▸ Exercise goal
Please repeat the records word for word and skip the pictures.

▸ Input

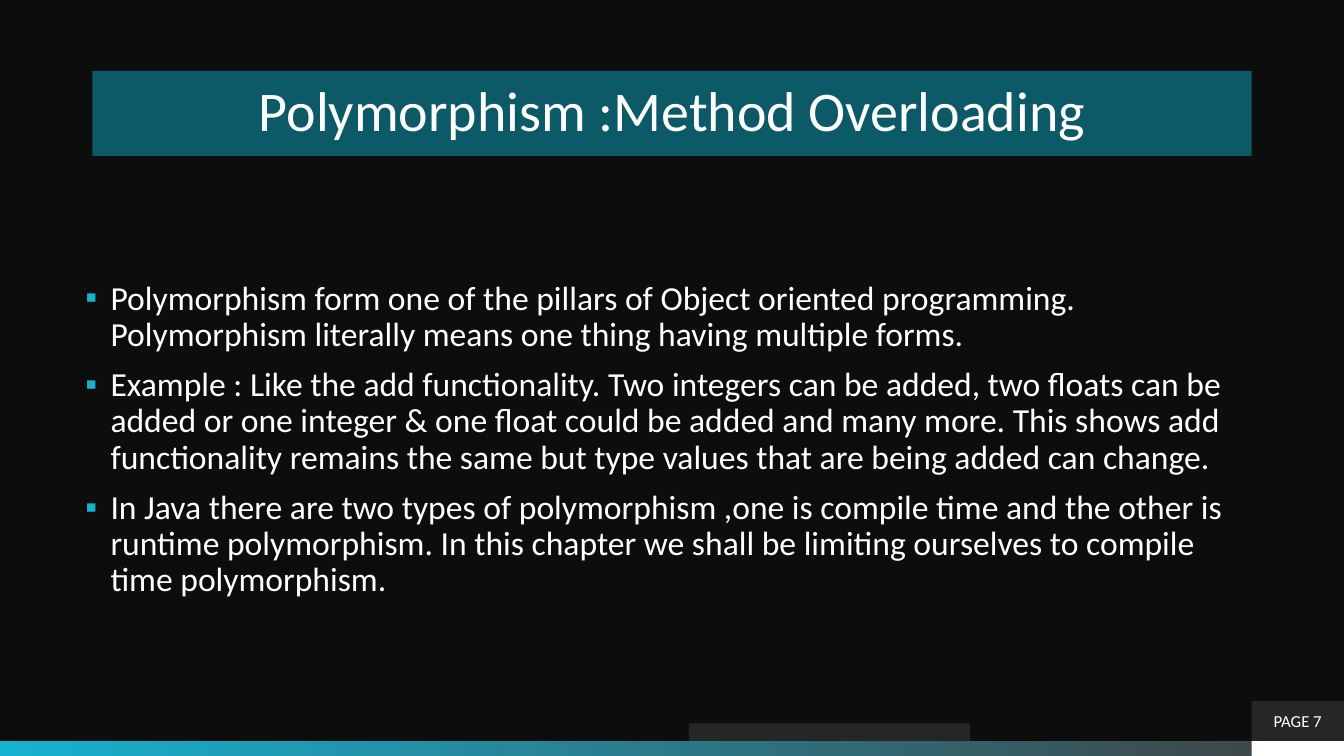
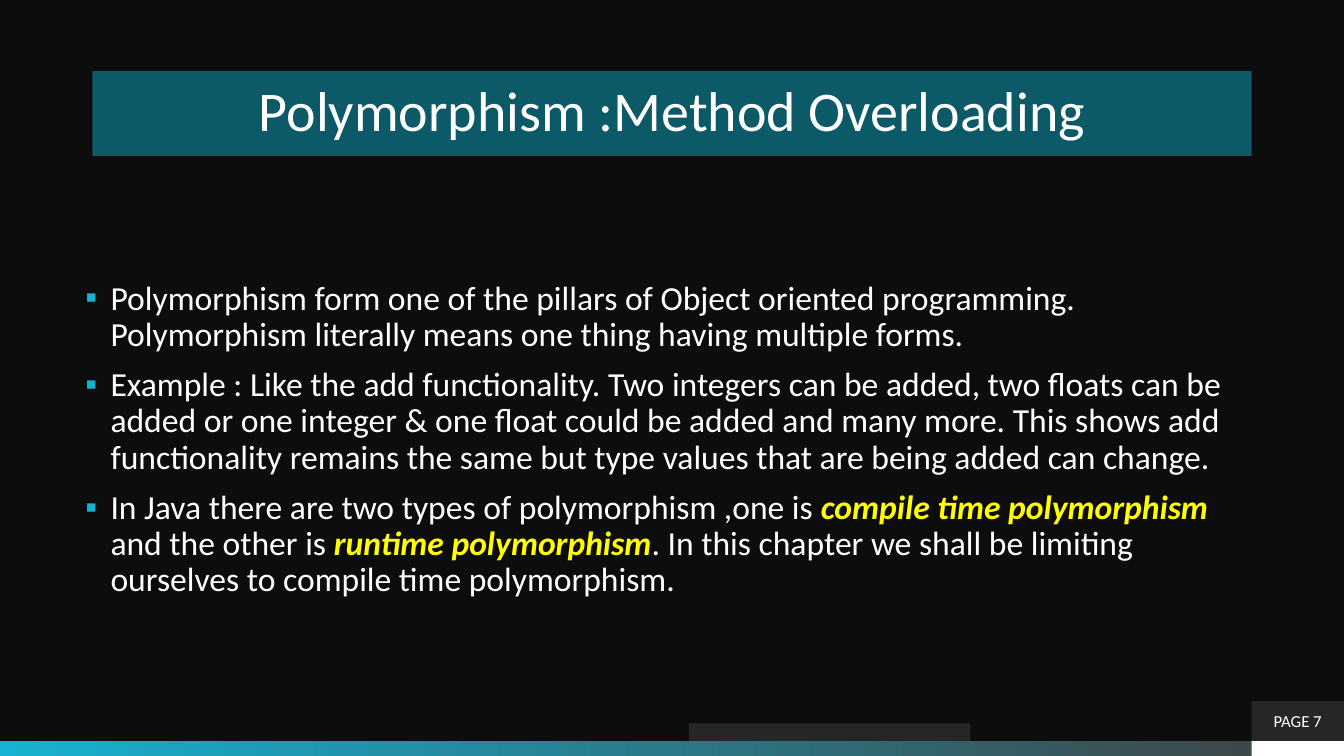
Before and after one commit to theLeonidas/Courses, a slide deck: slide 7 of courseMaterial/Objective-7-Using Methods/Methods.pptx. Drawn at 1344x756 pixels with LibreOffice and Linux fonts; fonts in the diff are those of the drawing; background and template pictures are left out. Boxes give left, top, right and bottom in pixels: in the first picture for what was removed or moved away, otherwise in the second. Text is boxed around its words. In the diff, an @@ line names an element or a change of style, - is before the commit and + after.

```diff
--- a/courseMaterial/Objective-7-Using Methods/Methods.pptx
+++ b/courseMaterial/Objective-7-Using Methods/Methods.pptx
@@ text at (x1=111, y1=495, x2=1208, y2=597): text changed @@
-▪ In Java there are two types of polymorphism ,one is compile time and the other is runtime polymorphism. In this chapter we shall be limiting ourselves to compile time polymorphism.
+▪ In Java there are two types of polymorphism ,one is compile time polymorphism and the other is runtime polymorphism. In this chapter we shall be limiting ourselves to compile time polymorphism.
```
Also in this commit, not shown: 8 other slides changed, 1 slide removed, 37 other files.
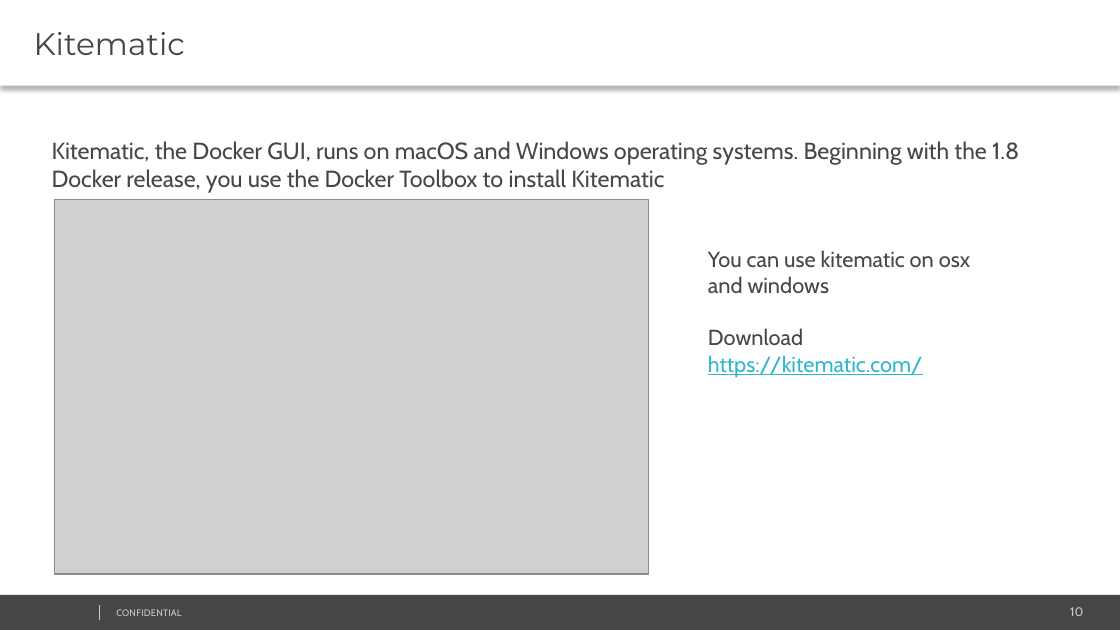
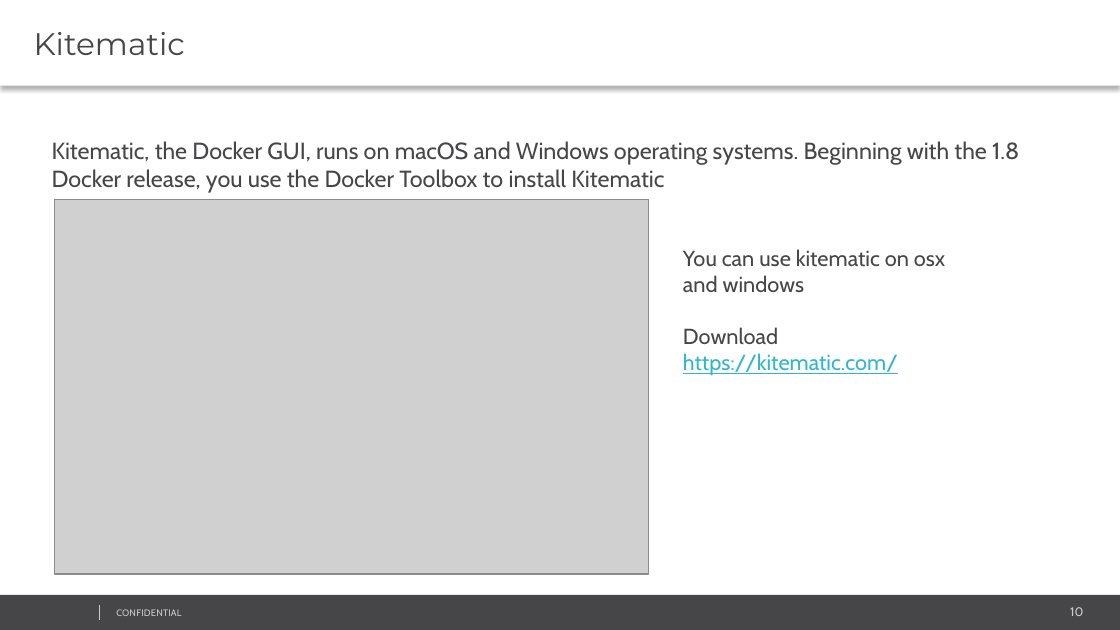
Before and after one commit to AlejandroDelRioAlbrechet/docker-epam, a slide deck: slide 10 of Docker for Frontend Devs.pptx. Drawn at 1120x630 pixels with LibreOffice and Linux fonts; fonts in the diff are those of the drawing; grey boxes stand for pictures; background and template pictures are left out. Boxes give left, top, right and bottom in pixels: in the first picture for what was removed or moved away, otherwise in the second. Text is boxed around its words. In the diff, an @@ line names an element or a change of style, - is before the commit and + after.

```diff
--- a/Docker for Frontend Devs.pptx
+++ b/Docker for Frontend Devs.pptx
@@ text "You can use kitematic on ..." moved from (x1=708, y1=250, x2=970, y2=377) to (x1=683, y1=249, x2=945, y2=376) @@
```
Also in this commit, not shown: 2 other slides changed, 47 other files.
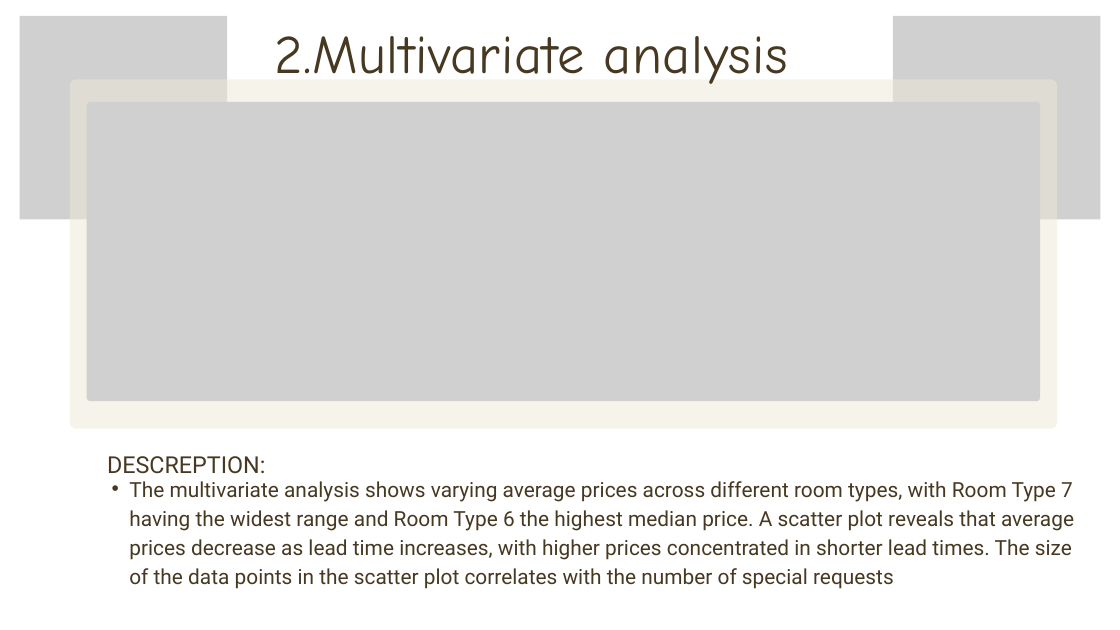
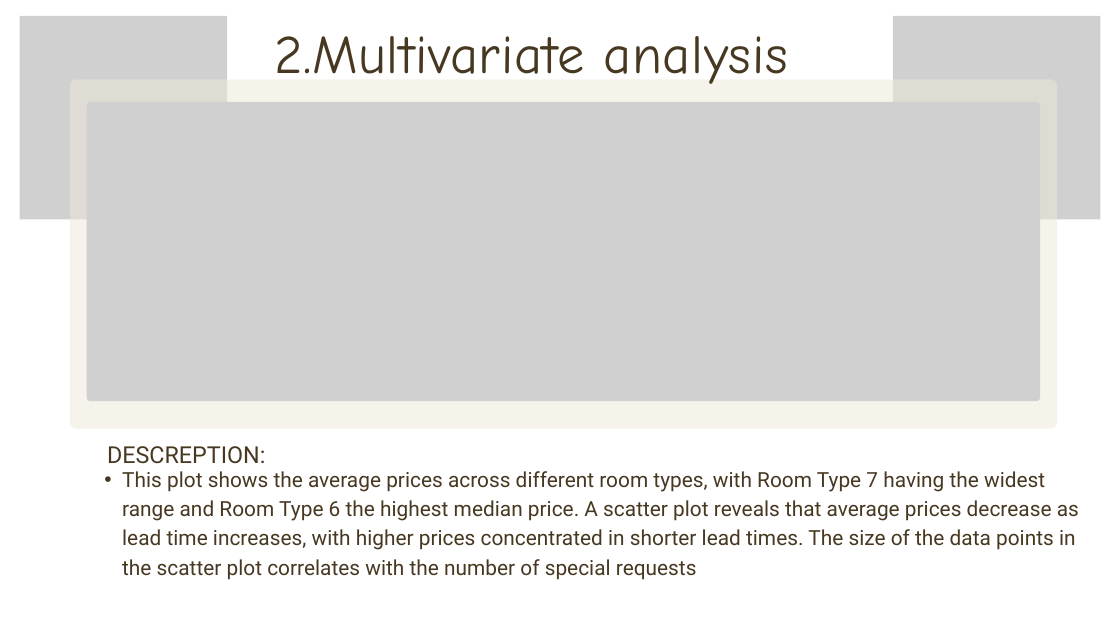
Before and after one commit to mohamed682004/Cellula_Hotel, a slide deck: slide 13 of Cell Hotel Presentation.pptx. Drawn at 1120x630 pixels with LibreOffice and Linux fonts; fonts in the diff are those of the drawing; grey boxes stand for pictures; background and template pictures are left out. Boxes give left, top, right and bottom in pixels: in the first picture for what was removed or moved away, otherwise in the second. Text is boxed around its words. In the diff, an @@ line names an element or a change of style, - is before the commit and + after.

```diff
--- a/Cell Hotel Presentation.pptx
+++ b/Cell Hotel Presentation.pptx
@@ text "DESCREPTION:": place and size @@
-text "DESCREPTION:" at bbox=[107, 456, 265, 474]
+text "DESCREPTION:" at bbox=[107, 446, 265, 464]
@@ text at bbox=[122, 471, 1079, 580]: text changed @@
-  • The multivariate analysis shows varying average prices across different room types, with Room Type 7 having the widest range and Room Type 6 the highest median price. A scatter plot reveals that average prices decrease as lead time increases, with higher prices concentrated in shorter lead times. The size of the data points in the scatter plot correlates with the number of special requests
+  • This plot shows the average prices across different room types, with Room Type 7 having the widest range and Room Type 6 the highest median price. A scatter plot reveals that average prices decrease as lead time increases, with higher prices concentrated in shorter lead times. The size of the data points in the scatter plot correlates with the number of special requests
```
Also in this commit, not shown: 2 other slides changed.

▸ Solution
Before and after one commit to theLeonidas/Courses, a slide deck: slide 7 of courseMaterial/Objective-7-Using Methods/Methods.pptx. Drawn at 1344x756 pixels with LibreOffice and Linux fonts; fonts in the diff are those of the drawing; background and template pictures are left out. Boxes give left, top, right and bottom in pixels: in the first picture for what was removed or moved away, otherwise in the second. Text is boxed around its words. In the diff, an @@ line names an element or a change of style, - is before the commit and + after.

```diff
--- a/courseMaterial/Objective-7-Using Methods/Methods.pptx
+++ b/courseMaterial/Objective-7-Using Methods/Methods.pptx
@@ text at (x1=111, y1=495, x2=1208, y2=597): text changed @@
-▪ In Java there are two types of polymorphism ,one is compile time and the other is runtime polymorphism. In this chapter we shall be limiting ourselves to compile time polymorphism.
+▪ In Java there are two types of polymorphism ,one is compile time polymorphism and the other is runtime polymorphism. In this chapter we shall be limiting ourselves to compile time polymorphism.
```
Also in this commit, not shown: 8 other slides changed, 1 slide removed, 37 other files.
Before and after one commit to AlejandroDelRioAlbrechet/docker-epam, a slide deck: slide 10 of Docker for Frontend Devs.pptx. Drawn at 1120x630 pixels with LibreOffice and Linux fonts; fonts in the diff are those of the drawing; grey boxes stand for pictures; background and template pictures are left out. Boxes give left, top, right and bottom in pixels: in the first picture for what was removed or moved away, otherwise in the second. Text is boxed around its words. In the diff, an @@ line names an element or a change of style, - is before the commit and + after.

```diff
--- a/Docker for Frontend Devs.pptx
+++ b/Docker for Frontend Devs.pptx
@@ text "You can use kitematic on ..." moved from (x1=708, y1=250, x2=970, y2=377) to (x1=683, y1=249, x2=945, y2=376) @@
```
Also in this commit, not shown: 2 other slides changed, 47 other files.
Before and after one commit to mohamed682004/Cellula_Hotel, a slide deck: slide 13 of Cell Hotel Presentation.pptx. Drawn at 1120x630 pixels with LibreOffice and Linux fonts; fonts in the diff are those of the drawing; grey boxes stand for pictures; background and template pictures are left out. Boxes give left, top, right and bottom in pixels: in the first picture for what was removed or moved away, otherwise in the second. Text is boxed around its words. In the diff, an @@ line names an element or a change of style, - is before the commit and + after.

```diff
--- a/Cell Hotel Presentation.pptx
+++ b/Cell Hotel Presentation.pptx
@@ text "DESCREPTION:": place and size @@
-text "DESCREPTION:" at bbox=[107, 456, 265, 474]
+text "DESCREPTION:" at bbox=[107, 446, 265, 464]
@@ text at bbox=[122, 471, 1079, 580]: text changed @@
-  • The multivariate analysis shows varying average prices across different room types, with Room Type 7 having the widest range and Room Type 6 the highest median price. A scatter plot reveals that average prices decrease as lead time increases, with higher prices concentrated in shorter lead times. The size of the data points in the scatter plot correlates with the number of special requests
+  • This plot shows the average prices across different room types, with Room Type 7 having the widest range and Room Type 6 the highest median price. A scatter plot reveals that average prices decrease as lead time increases, with higher prices concentrated in shorter lead times. The size of the data points in the scatter plot correlates with the number of special requests
```
Also in this commit, not shown: 2 other slides changed.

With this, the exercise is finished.